Today, Rosenburg Villa is a residential complex, 2017.

Rosenburg

Seat of the Ministry of Justice
1950–1973

The Ministry of Justice was housed in Rosenburg Villa, near Venusberg, from 1950 to 1973. The personnel policies practised there are today a matter of controversy.

Located in Kessenich, Rosenburg Villa (1831) is a striking building, with its turrets, massive facades, and surrounding forest. During its early years the Ministry of Justice, which moved into Rosenburg villa in June of 1950, mainly focused on expunging wrongheaded Nazi statutes from existing laws. The agency also helped to harmonise German statutes, which, over time, had developed discrepancies from one occupation sector to another.

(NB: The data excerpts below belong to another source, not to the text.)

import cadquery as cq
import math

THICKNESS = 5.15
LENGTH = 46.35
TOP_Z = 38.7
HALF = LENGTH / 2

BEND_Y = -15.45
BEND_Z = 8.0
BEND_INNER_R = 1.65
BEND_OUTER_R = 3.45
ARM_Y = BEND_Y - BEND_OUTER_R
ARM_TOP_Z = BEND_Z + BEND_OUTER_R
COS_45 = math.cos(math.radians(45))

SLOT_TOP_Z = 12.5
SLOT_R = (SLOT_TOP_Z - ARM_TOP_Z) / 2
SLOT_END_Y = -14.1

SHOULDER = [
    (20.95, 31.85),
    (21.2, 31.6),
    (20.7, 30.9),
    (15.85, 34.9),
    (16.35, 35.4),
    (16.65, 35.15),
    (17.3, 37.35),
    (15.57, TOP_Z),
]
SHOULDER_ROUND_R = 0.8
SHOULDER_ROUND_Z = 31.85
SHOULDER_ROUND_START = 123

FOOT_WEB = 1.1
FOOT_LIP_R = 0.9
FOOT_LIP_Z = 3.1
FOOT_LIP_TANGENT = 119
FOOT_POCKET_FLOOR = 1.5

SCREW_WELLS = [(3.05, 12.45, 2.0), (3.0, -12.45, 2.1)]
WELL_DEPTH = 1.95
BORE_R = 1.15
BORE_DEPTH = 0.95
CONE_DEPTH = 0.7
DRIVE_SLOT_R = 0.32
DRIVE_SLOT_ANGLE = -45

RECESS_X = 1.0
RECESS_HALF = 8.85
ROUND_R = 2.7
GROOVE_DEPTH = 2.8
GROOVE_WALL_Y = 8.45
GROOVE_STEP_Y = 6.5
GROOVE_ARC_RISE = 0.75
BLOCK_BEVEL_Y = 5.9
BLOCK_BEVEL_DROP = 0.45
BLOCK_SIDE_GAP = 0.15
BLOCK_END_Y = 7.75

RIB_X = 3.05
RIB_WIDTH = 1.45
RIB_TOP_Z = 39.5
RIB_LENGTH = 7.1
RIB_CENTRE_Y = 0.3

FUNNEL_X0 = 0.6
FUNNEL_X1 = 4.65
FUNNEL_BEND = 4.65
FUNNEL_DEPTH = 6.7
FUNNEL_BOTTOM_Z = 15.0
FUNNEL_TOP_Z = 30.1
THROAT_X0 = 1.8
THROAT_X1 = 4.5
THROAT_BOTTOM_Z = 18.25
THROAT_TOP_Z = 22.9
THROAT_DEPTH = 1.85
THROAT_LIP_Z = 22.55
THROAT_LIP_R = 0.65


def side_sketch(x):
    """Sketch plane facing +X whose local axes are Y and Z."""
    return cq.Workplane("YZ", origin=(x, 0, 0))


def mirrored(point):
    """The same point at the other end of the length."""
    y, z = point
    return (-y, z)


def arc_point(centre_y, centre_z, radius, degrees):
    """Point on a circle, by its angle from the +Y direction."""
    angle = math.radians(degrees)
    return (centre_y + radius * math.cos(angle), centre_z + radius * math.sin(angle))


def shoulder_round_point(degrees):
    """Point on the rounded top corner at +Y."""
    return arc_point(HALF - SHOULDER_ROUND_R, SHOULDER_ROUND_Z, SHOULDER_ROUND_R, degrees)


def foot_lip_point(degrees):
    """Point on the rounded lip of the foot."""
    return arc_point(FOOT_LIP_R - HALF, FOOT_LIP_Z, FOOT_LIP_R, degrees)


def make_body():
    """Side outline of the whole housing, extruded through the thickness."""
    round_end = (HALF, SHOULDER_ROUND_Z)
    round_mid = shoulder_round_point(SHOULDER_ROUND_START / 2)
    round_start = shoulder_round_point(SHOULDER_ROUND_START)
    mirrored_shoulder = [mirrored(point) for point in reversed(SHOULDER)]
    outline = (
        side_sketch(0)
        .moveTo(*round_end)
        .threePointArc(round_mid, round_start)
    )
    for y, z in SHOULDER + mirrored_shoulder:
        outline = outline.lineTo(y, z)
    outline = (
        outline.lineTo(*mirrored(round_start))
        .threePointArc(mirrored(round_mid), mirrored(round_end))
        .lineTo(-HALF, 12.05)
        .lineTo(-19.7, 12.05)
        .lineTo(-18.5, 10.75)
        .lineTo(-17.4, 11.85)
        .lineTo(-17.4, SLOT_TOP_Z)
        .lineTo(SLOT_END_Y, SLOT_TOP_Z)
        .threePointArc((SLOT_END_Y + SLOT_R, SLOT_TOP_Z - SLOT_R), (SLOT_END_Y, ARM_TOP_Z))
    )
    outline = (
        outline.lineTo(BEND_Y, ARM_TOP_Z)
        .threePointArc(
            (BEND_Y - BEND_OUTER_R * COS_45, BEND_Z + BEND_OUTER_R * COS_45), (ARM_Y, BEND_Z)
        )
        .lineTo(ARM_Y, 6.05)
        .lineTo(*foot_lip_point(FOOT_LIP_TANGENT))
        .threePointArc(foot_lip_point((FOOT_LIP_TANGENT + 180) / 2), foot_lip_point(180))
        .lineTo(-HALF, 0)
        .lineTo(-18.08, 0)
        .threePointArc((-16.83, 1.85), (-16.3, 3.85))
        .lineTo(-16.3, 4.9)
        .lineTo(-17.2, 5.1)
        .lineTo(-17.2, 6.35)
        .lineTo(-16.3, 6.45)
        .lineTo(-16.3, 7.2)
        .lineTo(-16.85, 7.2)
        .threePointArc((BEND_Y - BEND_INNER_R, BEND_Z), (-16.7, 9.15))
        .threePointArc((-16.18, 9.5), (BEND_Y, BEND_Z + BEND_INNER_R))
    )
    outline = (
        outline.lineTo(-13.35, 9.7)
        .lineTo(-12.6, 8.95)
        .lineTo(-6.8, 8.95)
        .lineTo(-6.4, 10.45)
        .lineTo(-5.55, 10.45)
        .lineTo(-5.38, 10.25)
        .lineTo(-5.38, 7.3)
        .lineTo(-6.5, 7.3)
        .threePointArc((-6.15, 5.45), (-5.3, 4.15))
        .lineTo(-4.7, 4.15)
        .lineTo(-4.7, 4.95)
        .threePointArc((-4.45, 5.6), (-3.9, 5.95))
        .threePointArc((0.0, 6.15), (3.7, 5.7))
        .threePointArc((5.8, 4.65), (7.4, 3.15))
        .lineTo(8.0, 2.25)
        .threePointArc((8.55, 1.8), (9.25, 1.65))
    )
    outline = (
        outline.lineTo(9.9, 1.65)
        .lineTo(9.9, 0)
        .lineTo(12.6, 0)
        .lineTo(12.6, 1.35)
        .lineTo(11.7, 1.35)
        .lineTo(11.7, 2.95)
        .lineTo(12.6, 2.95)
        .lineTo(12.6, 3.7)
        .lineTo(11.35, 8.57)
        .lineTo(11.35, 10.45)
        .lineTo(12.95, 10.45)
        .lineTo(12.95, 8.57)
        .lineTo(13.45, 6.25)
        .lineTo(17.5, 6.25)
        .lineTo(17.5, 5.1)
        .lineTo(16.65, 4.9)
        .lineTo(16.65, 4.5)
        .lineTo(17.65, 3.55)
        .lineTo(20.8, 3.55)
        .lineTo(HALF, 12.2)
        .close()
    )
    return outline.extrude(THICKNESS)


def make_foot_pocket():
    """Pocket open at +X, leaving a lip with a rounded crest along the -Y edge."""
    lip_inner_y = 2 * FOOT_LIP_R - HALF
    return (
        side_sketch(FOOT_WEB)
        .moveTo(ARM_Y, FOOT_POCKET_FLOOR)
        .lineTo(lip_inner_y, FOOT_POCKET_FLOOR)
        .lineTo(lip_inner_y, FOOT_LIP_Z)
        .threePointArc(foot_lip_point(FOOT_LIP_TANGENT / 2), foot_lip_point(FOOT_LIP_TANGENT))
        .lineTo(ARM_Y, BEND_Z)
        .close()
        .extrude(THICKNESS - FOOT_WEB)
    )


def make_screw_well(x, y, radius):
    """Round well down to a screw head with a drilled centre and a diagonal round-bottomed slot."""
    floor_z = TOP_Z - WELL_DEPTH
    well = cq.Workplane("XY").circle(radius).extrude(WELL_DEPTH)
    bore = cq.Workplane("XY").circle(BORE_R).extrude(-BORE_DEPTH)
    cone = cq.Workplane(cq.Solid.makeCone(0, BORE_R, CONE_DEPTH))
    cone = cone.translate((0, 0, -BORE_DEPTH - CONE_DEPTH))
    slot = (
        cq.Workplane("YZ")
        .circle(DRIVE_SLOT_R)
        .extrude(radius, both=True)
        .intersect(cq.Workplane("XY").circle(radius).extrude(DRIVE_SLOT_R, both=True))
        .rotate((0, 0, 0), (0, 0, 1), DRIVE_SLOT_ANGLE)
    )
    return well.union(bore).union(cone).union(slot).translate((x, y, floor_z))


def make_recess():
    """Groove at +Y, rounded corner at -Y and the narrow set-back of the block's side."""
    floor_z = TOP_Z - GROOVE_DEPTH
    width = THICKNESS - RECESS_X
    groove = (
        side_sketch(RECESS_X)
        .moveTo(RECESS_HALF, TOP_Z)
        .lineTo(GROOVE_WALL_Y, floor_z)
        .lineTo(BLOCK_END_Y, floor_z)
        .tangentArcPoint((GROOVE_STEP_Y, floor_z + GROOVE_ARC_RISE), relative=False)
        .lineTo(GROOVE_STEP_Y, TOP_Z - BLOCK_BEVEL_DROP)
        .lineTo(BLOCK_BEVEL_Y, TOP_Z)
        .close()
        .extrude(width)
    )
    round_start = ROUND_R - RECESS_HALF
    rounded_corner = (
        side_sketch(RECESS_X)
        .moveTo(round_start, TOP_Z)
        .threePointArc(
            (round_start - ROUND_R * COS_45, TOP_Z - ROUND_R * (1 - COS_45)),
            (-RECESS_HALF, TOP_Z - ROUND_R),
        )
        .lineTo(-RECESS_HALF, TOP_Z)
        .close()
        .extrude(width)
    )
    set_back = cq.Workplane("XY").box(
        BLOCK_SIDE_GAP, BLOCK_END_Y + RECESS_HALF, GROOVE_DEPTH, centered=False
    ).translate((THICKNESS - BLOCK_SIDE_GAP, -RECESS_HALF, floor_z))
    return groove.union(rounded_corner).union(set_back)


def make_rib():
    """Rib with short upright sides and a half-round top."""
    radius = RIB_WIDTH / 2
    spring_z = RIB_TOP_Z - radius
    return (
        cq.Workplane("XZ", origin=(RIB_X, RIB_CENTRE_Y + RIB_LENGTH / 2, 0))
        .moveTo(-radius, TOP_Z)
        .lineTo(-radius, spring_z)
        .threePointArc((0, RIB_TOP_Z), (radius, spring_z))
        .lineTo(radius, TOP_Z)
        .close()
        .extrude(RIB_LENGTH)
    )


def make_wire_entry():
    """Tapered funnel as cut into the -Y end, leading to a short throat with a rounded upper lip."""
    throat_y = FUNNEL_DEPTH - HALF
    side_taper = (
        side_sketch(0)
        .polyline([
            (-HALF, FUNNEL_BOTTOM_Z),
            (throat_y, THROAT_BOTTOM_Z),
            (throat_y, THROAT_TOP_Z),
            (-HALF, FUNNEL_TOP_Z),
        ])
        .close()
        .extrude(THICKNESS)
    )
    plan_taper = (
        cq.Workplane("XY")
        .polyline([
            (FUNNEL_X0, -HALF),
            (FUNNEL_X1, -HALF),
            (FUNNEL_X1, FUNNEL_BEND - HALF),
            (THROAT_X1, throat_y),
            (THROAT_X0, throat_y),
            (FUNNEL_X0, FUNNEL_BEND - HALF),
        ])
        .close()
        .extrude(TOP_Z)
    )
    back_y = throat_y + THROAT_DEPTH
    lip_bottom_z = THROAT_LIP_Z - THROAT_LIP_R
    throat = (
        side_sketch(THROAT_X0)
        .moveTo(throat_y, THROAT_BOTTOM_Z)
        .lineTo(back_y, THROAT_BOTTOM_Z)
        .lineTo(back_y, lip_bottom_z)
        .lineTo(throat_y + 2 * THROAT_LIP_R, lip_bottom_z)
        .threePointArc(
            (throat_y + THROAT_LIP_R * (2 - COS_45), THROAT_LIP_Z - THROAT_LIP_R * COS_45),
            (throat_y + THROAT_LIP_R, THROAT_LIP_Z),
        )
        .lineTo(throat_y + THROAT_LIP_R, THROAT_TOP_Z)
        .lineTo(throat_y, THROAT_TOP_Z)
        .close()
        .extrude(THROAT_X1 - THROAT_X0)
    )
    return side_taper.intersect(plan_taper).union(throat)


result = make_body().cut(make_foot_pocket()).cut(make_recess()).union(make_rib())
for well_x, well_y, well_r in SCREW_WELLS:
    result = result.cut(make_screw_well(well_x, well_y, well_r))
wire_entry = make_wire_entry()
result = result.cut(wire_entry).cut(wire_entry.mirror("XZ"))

Thomas Dehler was West Germany’s first Minister of Justice. Neither he nor State Secretary Walter Strauß, who until 1963 held senior positions in various government ministries, was involved in Nazism. In fact, Thomas Dehler, one of the “fathers” of the Basic Law, had contact with members of the resistance movement against Hitler.

Castle-like building with residential wing, tower and chapel, surrounded by woods and meadows.
Rosenburg Villa on the Venusberg towers over the city, 1952.

Against this backdrop, the Ministry’s personnel structure was surprising indeed: According to a 2016 study, from 1949 to 1953, former Nazi party members held well over half of the positions in the Ministry – and in some of its departments, more than 70 percent.” The study also notes that many ministry staff members “were directly involved in implementing the 'Führer’s aims'.”

This background affects modern attitudes toward what occurred at Rosenburg Villa. The jurists hired by Dehler and Strauß were undoubtedly highly qualified. The personnel files examined by the study authors contained a “peculiar collection” of “top-drawer jurists.” According to the study, the fact that these individuals were fully integrated into German society, and the positions they held later on, enabled them to be instrumental in establishing “domestic stability” in the fledgling Federal Republic.

However, the study authors stress that in the early days of the Federal Republic, prosecution of Nazi offenders was to all intents and purposes derailed by the German judiciary, which was abetted in this effort by the Ministry of Justice, and at the insistence of the federal government and in response to pressure from the German populace. The Ministry drafted the immunity laws of 1949 and 1954 calling for all Nazi offenders to be released from custody by 1958 or spared further prosecution. Among other dubious actions, the Ministry circumvented statutes of limitations that were on the books, devised “activities aimed at helping Nazi offenders avoid prosecution and imprisonment” and “delayed” the reversal of Nazi era forced-sterilisation court rulings, under the "Law for the Prevention of Genetically Diseased Offspring".

In 1974, the Ministry relocated to one of the two new Kreuzbauten buildings, which were situated between the government quarter and Bad Godesberg. Virtually all employees who had been incriminated had retired by this point. An agency known as Streitkräfteamt der Bundeswehr (German Armed Forces Office) moved into the Rosenburg Villa. From 1992 to 2004, the villa housed the Deutsche Bundesakademie für Sicherheitspolitik (Federal Academy for Security Policy). A new owner converted the building’s offices into flats in 2010.